秦艽儿在这意味深长的目光下,非常的淡定。
“二哥哥,你要是再这么闲着没事盯着我,我便要找母亲好好商量你的终生大事了。”省得无聊没事找我的茬寻乐子。
她可不是幼时那乖乖巧巧,跟在哥哥身后说什么都信以为真的吴下艽儿了。
秦艽儿言笑晏晏:“毕竟你看你家妹妹都快出阁了,你身为兄长,也不能太过耽误是不是?”
秦煜衡轻轻一哼,连呼吸都透着“没人配得上我”的不屑骄矜:“这上京的贵女,皆娇滴滴手不能扛肩不能挑,娶了当摆件么。”
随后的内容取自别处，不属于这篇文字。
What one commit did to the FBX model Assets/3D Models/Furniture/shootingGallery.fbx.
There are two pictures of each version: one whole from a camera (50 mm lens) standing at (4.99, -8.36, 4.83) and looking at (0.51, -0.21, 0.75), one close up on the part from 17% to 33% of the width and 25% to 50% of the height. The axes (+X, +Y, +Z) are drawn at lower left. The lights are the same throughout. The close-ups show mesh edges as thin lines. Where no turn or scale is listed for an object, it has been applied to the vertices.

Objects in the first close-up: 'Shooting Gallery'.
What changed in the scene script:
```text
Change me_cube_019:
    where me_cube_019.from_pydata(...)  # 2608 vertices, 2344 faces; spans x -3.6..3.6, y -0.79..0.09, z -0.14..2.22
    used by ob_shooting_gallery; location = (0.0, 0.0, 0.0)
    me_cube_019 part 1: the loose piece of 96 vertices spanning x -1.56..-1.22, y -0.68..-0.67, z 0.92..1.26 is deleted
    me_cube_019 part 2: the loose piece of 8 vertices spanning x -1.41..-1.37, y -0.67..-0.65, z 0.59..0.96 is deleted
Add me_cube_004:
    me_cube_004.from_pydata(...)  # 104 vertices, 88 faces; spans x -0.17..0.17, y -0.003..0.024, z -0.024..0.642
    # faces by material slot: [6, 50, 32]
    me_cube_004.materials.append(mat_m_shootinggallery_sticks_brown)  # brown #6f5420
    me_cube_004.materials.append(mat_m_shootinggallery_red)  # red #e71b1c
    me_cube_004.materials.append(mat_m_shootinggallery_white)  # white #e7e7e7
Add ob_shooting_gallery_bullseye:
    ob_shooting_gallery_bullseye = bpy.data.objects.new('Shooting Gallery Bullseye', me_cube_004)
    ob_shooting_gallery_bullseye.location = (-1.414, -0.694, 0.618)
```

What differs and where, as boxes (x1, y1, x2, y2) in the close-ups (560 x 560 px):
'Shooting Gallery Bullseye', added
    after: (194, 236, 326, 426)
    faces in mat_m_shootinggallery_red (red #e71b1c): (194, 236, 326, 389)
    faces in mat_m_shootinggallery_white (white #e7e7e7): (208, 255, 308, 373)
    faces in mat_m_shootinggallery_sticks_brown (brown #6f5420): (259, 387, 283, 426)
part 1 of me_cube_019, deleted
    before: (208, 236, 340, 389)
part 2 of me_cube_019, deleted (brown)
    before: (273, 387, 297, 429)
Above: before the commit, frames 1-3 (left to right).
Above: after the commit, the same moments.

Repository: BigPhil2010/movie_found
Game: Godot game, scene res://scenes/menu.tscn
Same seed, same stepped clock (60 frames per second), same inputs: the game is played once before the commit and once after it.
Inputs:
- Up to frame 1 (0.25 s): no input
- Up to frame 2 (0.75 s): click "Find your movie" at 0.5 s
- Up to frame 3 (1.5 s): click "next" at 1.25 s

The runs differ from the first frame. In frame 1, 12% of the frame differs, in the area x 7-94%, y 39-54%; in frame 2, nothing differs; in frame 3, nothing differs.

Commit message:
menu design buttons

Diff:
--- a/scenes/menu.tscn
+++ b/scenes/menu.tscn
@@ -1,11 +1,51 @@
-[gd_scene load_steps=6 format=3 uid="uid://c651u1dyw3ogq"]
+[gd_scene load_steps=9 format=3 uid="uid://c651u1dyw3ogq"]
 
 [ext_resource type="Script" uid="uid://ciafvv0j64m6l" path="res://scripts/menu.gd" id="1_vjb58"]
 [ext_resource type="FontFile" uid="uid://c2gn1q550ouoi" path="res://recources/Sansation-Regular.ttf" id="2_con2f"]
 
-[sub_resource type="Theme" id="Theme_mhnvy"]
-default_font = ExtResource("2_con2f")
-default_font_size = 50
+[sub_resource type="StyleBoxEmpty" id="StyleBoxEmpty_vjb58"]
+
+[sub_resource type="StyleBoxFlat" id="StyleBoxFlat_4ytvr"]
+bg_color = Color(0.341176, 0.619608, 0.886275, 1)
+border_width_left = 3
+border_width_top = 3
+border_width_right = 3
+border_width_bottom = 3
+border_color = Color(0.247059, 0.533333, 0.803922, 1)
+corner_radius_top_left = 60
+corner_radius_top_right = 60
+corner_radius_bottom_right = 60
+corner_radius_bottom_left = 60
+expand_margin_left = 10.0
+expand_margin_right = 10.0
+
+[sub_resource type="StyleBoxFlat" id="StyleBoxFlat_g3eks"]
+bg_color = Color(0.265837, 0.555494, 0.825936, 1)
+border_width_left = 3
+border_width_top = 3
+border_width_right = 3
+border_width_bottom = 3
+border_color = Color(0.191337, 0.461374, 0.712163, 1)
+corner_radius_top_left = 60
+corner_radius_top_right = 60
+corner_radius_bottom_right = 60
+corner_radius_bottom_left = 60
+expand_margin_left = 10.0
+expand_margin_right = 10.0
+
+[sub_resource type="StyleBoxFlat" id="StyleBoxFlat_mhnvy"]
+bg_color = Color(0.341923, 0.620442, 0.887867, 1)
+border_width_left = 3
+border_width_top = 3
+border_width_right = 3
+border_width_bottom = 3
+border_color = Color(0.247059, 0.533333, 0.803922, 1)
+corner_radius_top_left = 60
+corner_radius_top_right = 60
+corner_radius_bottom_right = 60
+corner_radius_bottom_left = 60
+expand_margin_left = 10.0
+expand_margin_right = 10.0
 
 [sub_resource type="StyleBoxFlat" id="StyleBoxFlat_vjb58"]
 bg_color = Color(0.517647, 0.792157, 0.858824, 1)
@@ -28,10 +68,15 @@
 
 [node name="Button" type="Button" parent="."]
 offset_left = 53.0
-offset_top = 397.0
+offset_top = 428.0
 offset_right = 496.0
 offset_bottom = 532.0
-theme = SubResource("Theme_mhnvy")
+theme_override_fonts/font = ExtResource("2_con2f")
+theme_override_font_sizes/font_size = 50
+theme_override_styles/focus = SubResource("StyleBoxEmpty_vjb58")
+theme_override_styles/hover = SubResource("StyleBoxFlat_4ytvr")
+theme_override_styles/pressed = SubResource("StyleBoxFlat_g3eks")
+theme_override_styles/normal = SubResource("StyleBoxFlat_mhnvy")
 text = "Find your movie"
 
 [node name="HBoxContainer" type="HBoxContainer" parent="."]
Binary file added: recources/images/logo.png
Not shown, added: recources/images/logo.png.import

秦艽儿:“……”这话牵扯的范围委实太大了些,她觉得自己隐隐有些中箭。
秦煜衡见妹妹似乎真不打算出门玩耍,不由感慨:“不想咱家小艽儿还是个淑女娇儿,这上京难得的热闹竟也能舍去不看。”
更何况,这还是你在闺中最后一遭的的岁除节了。